Do you have any idea by yourself?

Answer 2

Well I was thinking of using m1v1 = m2v2

Answer 3

Bur other than that, no.

Answer 4

Since the collision is inelastic it means that there would be no lose of energy. To find the velocities after the collision it is a good idea to apply both conversation law of linear momentum and kinetic energy which all remain constant during the collision.

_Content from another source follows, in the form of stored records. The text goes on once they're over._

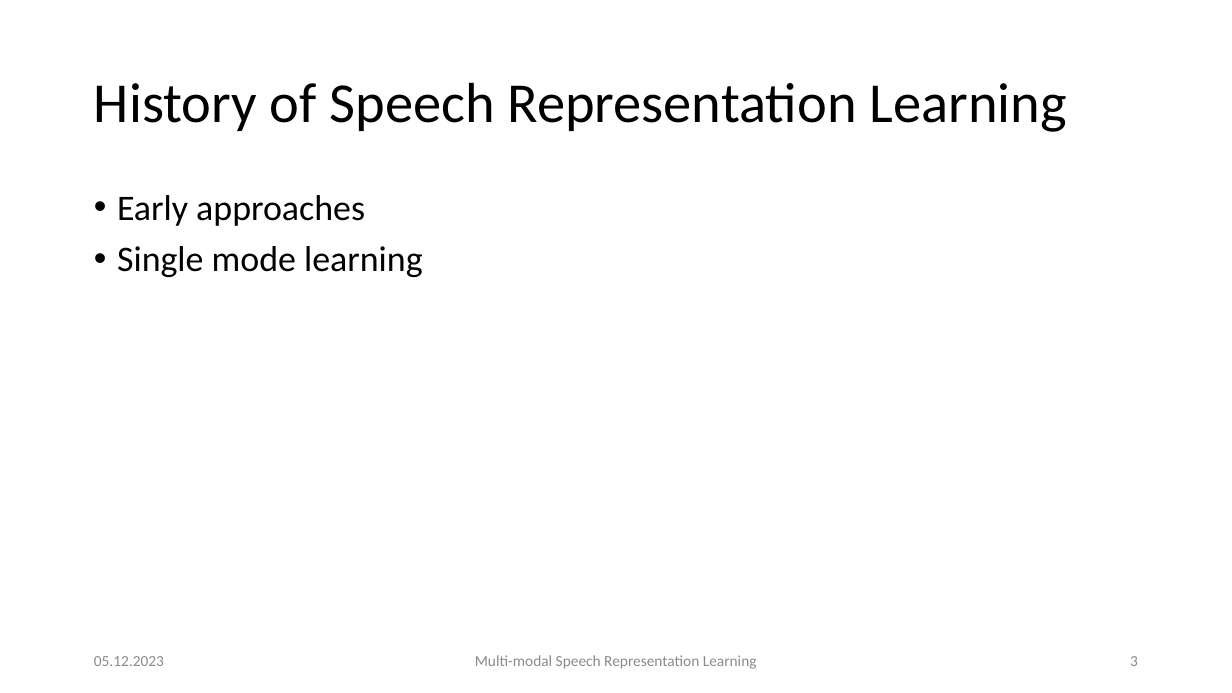
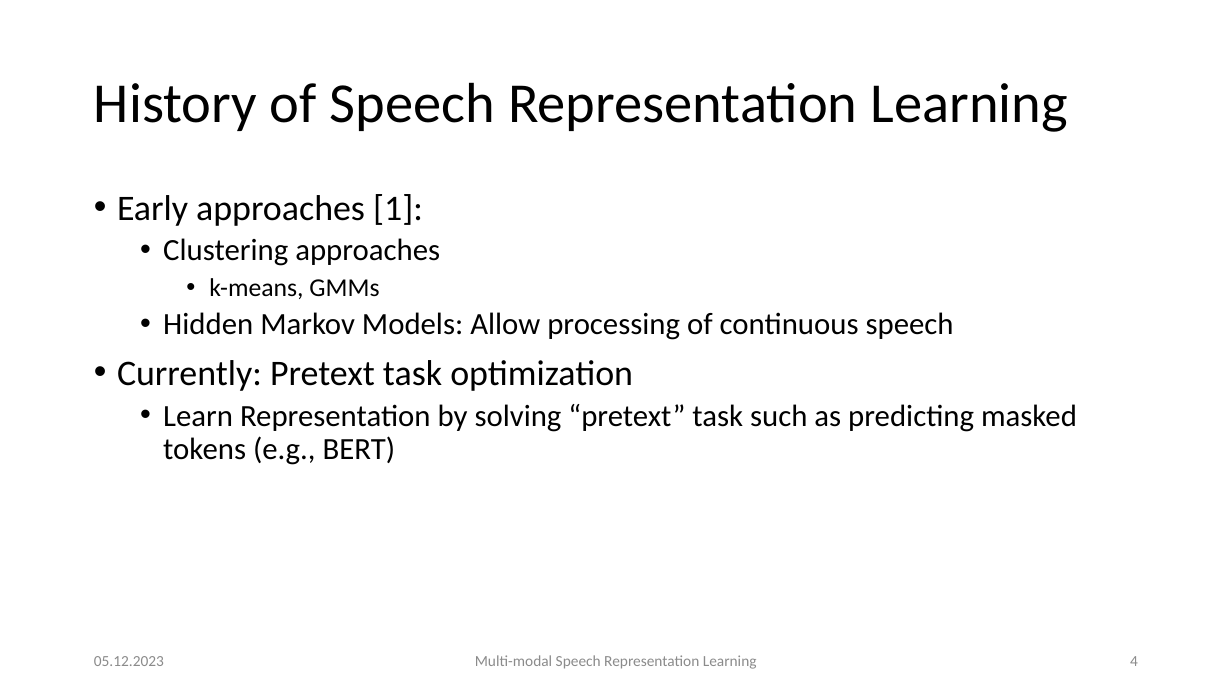
Before and after one commit to carlos-schmidt/nn-seminar, a slide deck: slide 4 of presentation.pptx (slide 3 before the commit). Drawn at 1232x693 pixels with LibreOffice and Linux fonts; fonts in the diff are those of the drawing. Boxes give left, top, right and bottom in pixels: in the first picture for what was removed or moved away, otherwise in the second. Text is boxed around its words. In the diff, an @@ line names an element or a change of style, - is before the commit and + after.

```diff
--- a/presentation.pptx
+++ b/presentation.pptx
@@ text at (117, 194, 1077, 465): text changed; size 28 to 24 pt @@
-• Early approaches
-• Single mode learning
+• Early approaches [1]:
+  • Clustering approaches
+    • k-means, GMMs
+  • Hidden Markov Models: Allow processing of continuous speech
+• Currently: Pretext task optimization
+  • Learn Representation by solving “pretext” task such as predicting masked tokens (e.g., BERT)
@@ page number at (1130, 656, 1138, 666): text changed @@
-3
+4
```
Also in this commit, not shown: 19 other slides changed, 5 slides added, 10 other files.
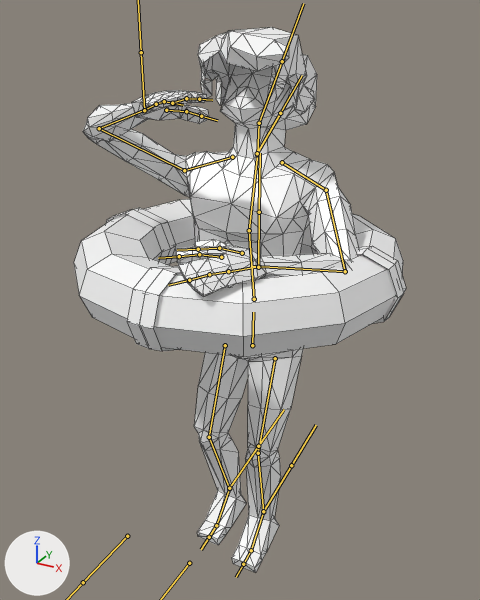
The FBX model Assets/Models/Human.fbx, before and after one commit.
The view is the same before and after, from a 50 mm lens placed at (0.955, -1.806, 1.862), pointed at (-0.015, -0.042, 0.98). Every picture has the same lights, and +X, +Y and +Z are marked at lower left. Both versions are drawn at frame 11 of the action 'Armature|GrabRope'; the numbers are the values there. The bones that bend it are drawn over the model as lines. Mesh edges are drawn as thin lines.

Objects in the first picture: 'Character_Hair_Male_01', 'Character_Male_Face_01', 'Torus', 'Torus.002'.
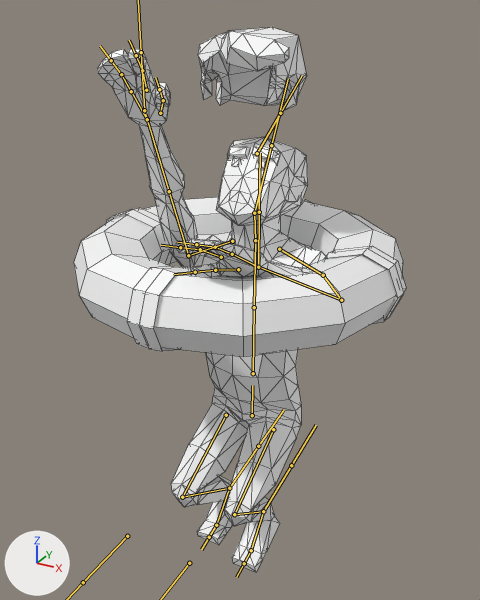
The change in detail:
Bone 'Hips' (bone_hips) moves from (0.0, 0.0, 0.0) to (0.0, -0.288, -0.017).
Bone 'Hips' (bone_hips) turns from (1, 0, 0) to (2, 0, 0) degrees about its own x, y and z.
Bone 'Spine' (bone_spine) turns from (5, 0, 0) to (-6, 0, 0) degrees about its own x, y and z.
Bone 'Chest' (bone_chest) turns from (-16, 0, 0) to (6, 0, 0) degrees about its own x, y and z.
Bone 'UpperArm.L' (bone_upperarm_l) turns from (40, 29, -27) to (57, -1, 21) degrees about its own x, y and z.
Bone 'LowerArm.L' (bone_lowerarm_l) turns from (80, -10, 0) to (52, -25, 31) degrees about its own x, y and z.
Bone 'UpperArm.R' (bone_upperarm_r) turns from (43, 3, 3) to (79, 26, -27) degrees about its own x, y and z.
Bone 'LowerArm.R' (bone_lowerarm_r) turns from (89, -14, 39) to (-3, 22, 4) degrees about its own x, y and z.
Bone 'UpperLeg.L' (bone_upperleg_l) turns from (24, -2, -3) to (69, -2, -4) degrees about its own x, y and z.
Bone 'LowerLeg.L' (bone_lowerleg_l) turns from (-33, 0, -1) to (-115, -2, -1) degrees about its own x, y and z.
Bone 'Foot.L' (bone_foot_l) turns from (-2, 4, 1) to (37, 4, 4) degrees about its own x, y and z.
Bone 'UpperLeg.R' (bone_upperleg_r) turns from (25, 2, 3) to (64, 2, 3) degrees about its own x, y and z.
Bone 'LowerLeg.R' (bone_lowerleg_r) turns from (-40, 0, 1) to (-118, 2, 1) degrees about its own x, y and z.
Bone 'Foot.R' (bone_foot_r) turns from (7, -4, -1) to (47, -4, -4) degrees about its own x, y and z.

Changed parts and their boxes [x1, y1, x2, y2] in the pictures (480 x 600 px):
'Character_Male_Face_01', posed: before [83, 54, 359, 572]; after [98, 49, 326, 572]
bone 'Hips', root to tip: before (252, 345) to (253, 312); after (252, 415) to (252, 385)
bone 'Spine', root to tip: before (254, 299) to (249, 230); after (253, 373) to (254, 307)
bone 'Chest', root to tip: before (249, 230) to (257, 154); after (254, 307) to (255, 240)
bone 'UpperArm.L', root to tip: before (326, 190) to (345, 271); after (323, 275) to (341, 300)
bone 'LowerArm.L', root to tip: before (345, 271) to (252, 266); after (341, 300) to (253, 264)
bone 'UpperArm.R', root to tip: before (184, 170) to (99, 128); after (188, 255) to (169, 191)
bone 'LowerArm.R', root to tip: before (99, 128) to (148, 108); after (169, 191) to (145, 114)
bone 'UpperLeg.L', root to tip: before (275, 358) to (258, 453); after (273, 429) to (234, 514)
bone 'LowerLeg.L', root to tip: before (258, 453) to (263, 512); after (234, 514) to (263, 511)
bone 'Foot.L', root to tip: before (263, 512) to (251, 550); after (263, 511) to (251, 550)
bone 'UpperLeg.R', root to tip: before (225, 345) to (209, 437); after (226, 415) to (182, 497)
bone 'LowerLeg.R', root to tip: before (209, 437) to (229, 488); after (182, 497) to (229, 488)

Let me know if there is something obscure yet?

Answer 5

But the collision is elastic, not inelastic.

Answer 6

*elestic .. sorry.

Answer 7

Actually a collision between two perfectly elastic bodies is such that the final kinetic energy of the system would be the same as the initial kinetic energy of the system.

Answer 8

Well I have a practice problem for this question, with similar numbers and the textbook's solutions as well,

A mass of m moves with 2V towards in the opposite direction of a mass, 4m moving at a speed of V, the speed of m was 2/5V and the mass of 4m was 7.5V

Answer 9

oops, the speed of 4m was 7.5V

Answer 10

Well, so sill need any more to say?

Answer 11

Yes I just help figuring out how to establish the foundation of the formulas to use.

Answer 12

Well, what is initial and final momentum of the system?

Answer 13

would I use,
.5 mava^2 + .5mbvb^2 = .5mava^2 + .5mbvb^2?

Answer 14

m -->3v
4m-->v

Initial momentum: m(3v) + 4m(v) = 7mv
Final momentum: mV1 + 4mV2
--> 7mv=mV1 + 4mV2
--> 7v= V1 + 4V2

Total conversation of KE:
= m(3v)^2 + 4m(v)^2 = m(V1)^2 + 4m(V2)^2
= 9mv^2 + 4mv^2 = m(V1)^2 + 4m(V2)^2
= 13mv^2 = m(V1)^2 + 4m(V2)^2
= 13v^2 = (V1)^2 + 4(V2)^2
Now we have arrived at two equations:
7v= V1 + 4V2
13v^2 = (V1)^2 + 4(V2)^2

Solve for V1 and V2.. You can substitute V1 from 1st equation into V1 in 2nd equation to obtain V2. Once you get V2 you can solve for V1 using the first eq.

I hope it helps.

Answer 15

*conservation

Answer 16

sorry if I made some typos. Good luck.